### What the task requires
Examine each line of the data, and copy the ones containing "picture".
-- Data extract follows --
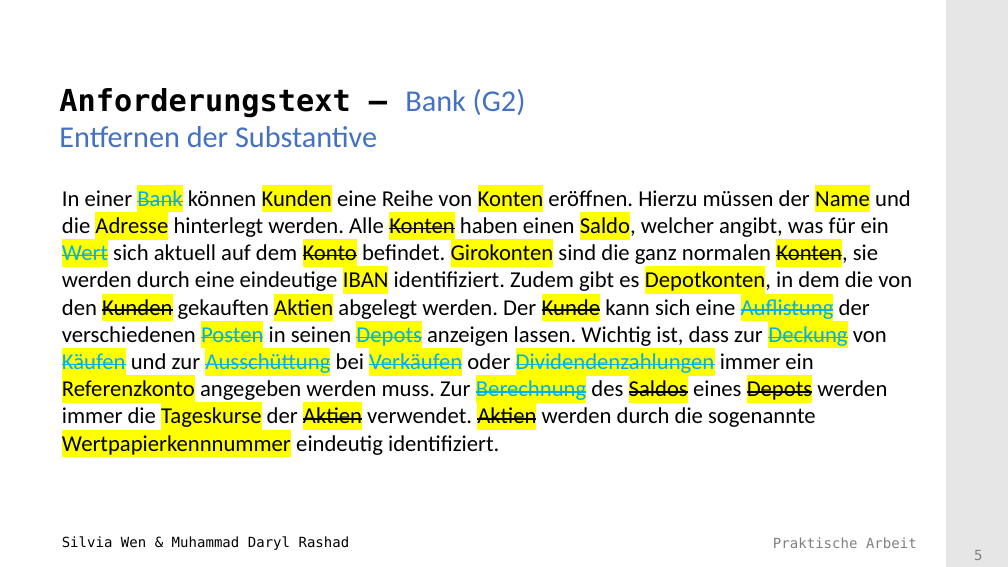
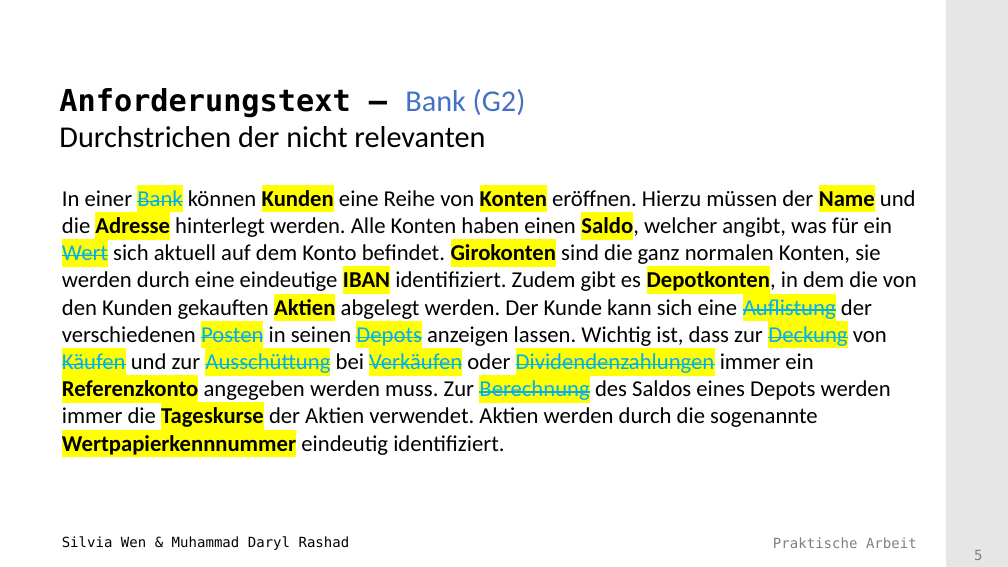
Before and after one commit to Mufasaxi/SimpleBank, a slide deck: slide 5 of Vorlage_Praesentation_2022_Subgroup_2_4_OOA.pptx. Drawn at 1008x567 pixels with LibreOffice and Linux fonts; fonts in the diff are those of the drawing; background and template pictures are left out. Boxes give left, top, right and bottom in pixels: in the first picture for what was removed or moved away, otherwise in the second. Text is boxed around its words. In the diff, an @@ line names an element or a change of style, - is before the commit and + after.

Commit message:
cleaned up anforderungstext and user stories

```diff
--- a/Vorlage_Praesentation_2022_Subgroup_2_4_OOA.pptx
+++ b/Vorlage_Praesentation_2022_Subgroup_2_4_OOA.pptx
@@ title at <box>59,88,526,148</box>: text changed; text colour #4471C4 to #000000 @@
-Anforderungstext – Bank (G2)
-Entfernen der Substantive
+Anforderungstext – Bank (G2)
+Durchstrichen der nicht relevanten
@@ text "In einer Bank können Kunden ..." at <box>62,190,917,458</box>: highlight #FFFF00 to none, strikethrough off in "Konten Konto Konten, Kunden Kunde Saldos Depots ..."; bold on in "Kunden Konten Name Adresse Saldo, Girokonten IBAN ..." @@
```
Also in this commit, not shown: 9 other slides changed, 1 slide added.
-- Data extract concluded --
-- Data extract follows --
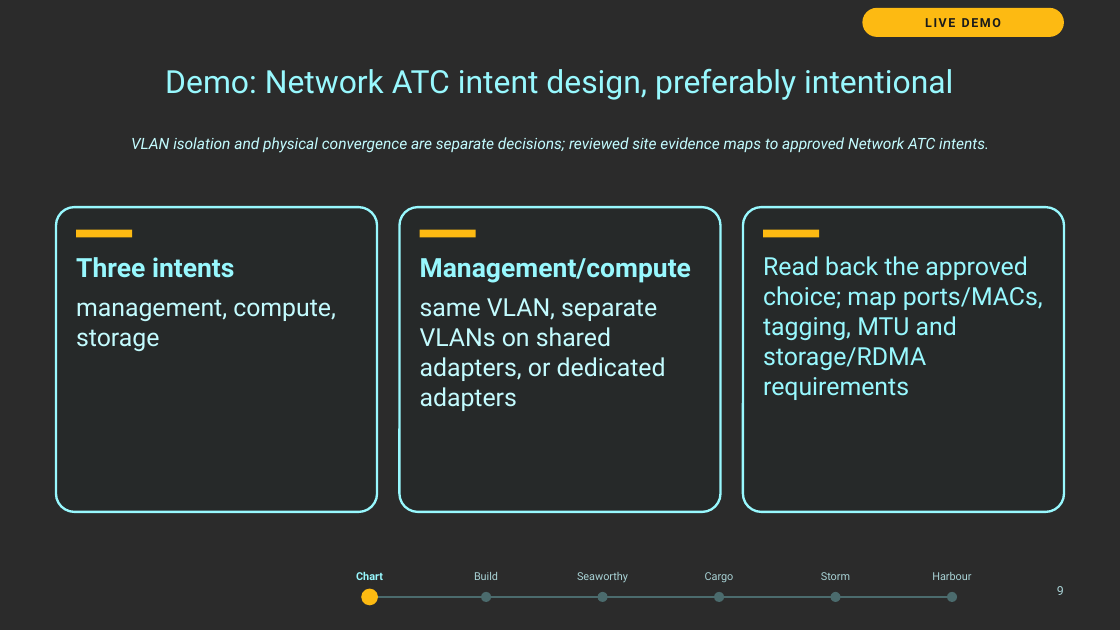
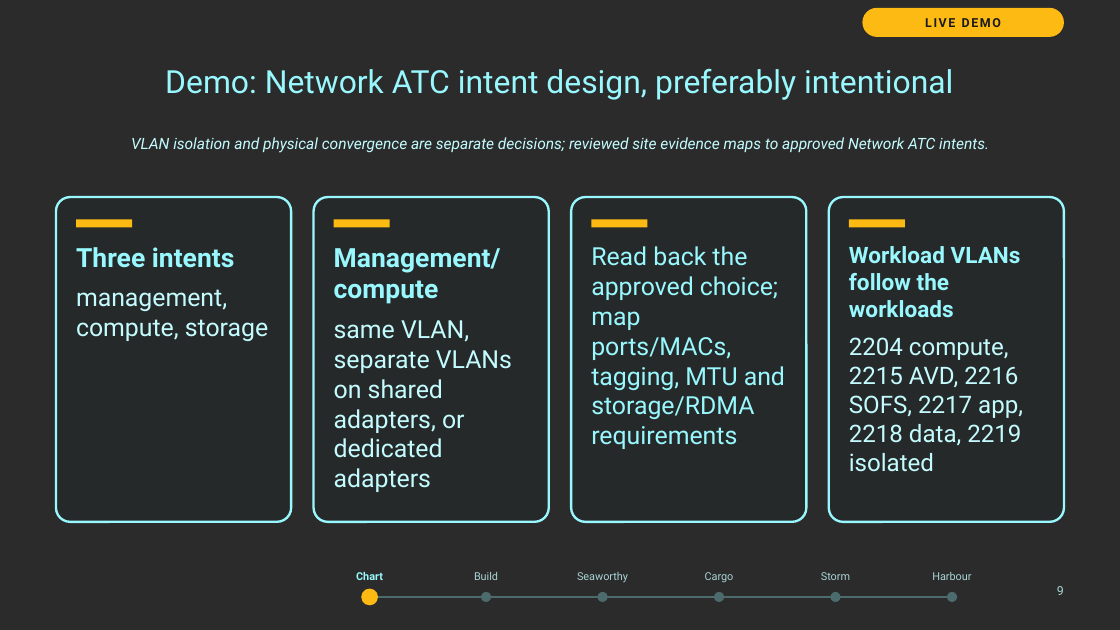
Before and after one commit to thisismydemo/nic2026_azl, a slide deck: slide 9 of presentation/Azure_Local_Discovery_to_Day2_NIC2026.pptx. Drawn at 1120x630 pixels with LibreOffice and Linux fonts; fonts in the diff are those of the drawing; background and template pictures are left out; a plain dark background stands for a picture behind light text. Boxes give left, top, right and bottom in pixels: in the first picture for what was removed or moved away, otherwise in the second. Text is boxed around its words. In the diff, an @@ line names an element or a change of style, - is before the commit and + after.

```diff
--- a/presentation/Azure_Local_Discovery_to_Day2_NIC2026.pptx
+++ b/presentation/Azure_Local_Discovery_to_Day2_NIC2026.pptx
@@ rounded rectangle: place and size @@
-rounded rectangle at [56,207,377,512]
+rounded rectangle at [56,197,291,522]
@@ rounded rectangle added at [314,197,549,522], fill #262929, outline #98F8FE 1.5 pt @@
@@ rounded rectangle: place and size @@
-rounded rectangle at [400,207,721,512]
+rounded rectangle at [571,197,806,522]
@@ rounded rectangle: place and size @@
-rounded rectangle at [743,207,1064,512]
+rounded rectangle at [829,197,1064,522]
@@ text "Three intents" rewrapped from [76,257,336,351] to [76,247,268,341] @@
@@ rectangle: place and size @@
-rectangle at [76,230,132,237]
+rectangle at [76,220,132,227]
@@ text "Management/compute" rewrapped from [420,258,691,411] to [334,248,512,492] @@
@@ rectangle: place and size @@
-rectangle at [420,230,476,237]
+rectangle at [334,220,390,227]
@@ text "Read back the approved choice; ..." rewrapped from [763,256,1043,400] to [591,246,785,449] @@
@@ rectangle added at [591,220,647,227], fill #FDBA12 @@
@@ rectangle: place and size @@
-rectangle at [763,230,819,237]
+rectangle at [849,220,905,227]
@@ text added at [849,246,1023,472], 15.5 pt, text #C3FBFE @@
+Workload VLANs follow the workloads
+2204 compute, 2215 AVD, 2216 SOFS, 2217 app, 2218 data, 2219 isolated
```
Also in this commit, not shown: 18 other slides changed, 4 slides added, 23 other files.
-- Data extract concluded --
### Task response
Before and after one commit to Mufasaxi/SimpleBank, a slide deck: slide 5 of Vorlage_Praesentation_2022_Subgroup_2_4_OOA.pptx. Drawn at 1008x567 pixels with LibreOffice and Linux fonts; fonts in the diff are those of the drawing; background and template pictures are left out. Boxes give left, top, right and bottom in pixels: in the first picture for what was removed or moved away, otherwise in the second. Text is boxed around its words. In the diff, an @@ line names an element or a change of style, - is before the commit and + after.
Before and after one commit to thisismydemo/nic2026_azl, a slide deck: slide 9 of presentation/Azure_Local_Discovery_to_Day2_NIC2026.pptx. Drawn at 1120x630 pixels with LibreOffice and Linux fonts; fonts in the diff are those of the drawing; background and template pictures are left out; a plain dark background stands for a picture behind light text. Boxes give left, top, right and bottom in pixels: in the first picture for what was removed or moved away, otherwise in the second. Text is boxed around its words. In the diff, an @@ line names an element or a change of style, - is before the commit and + after.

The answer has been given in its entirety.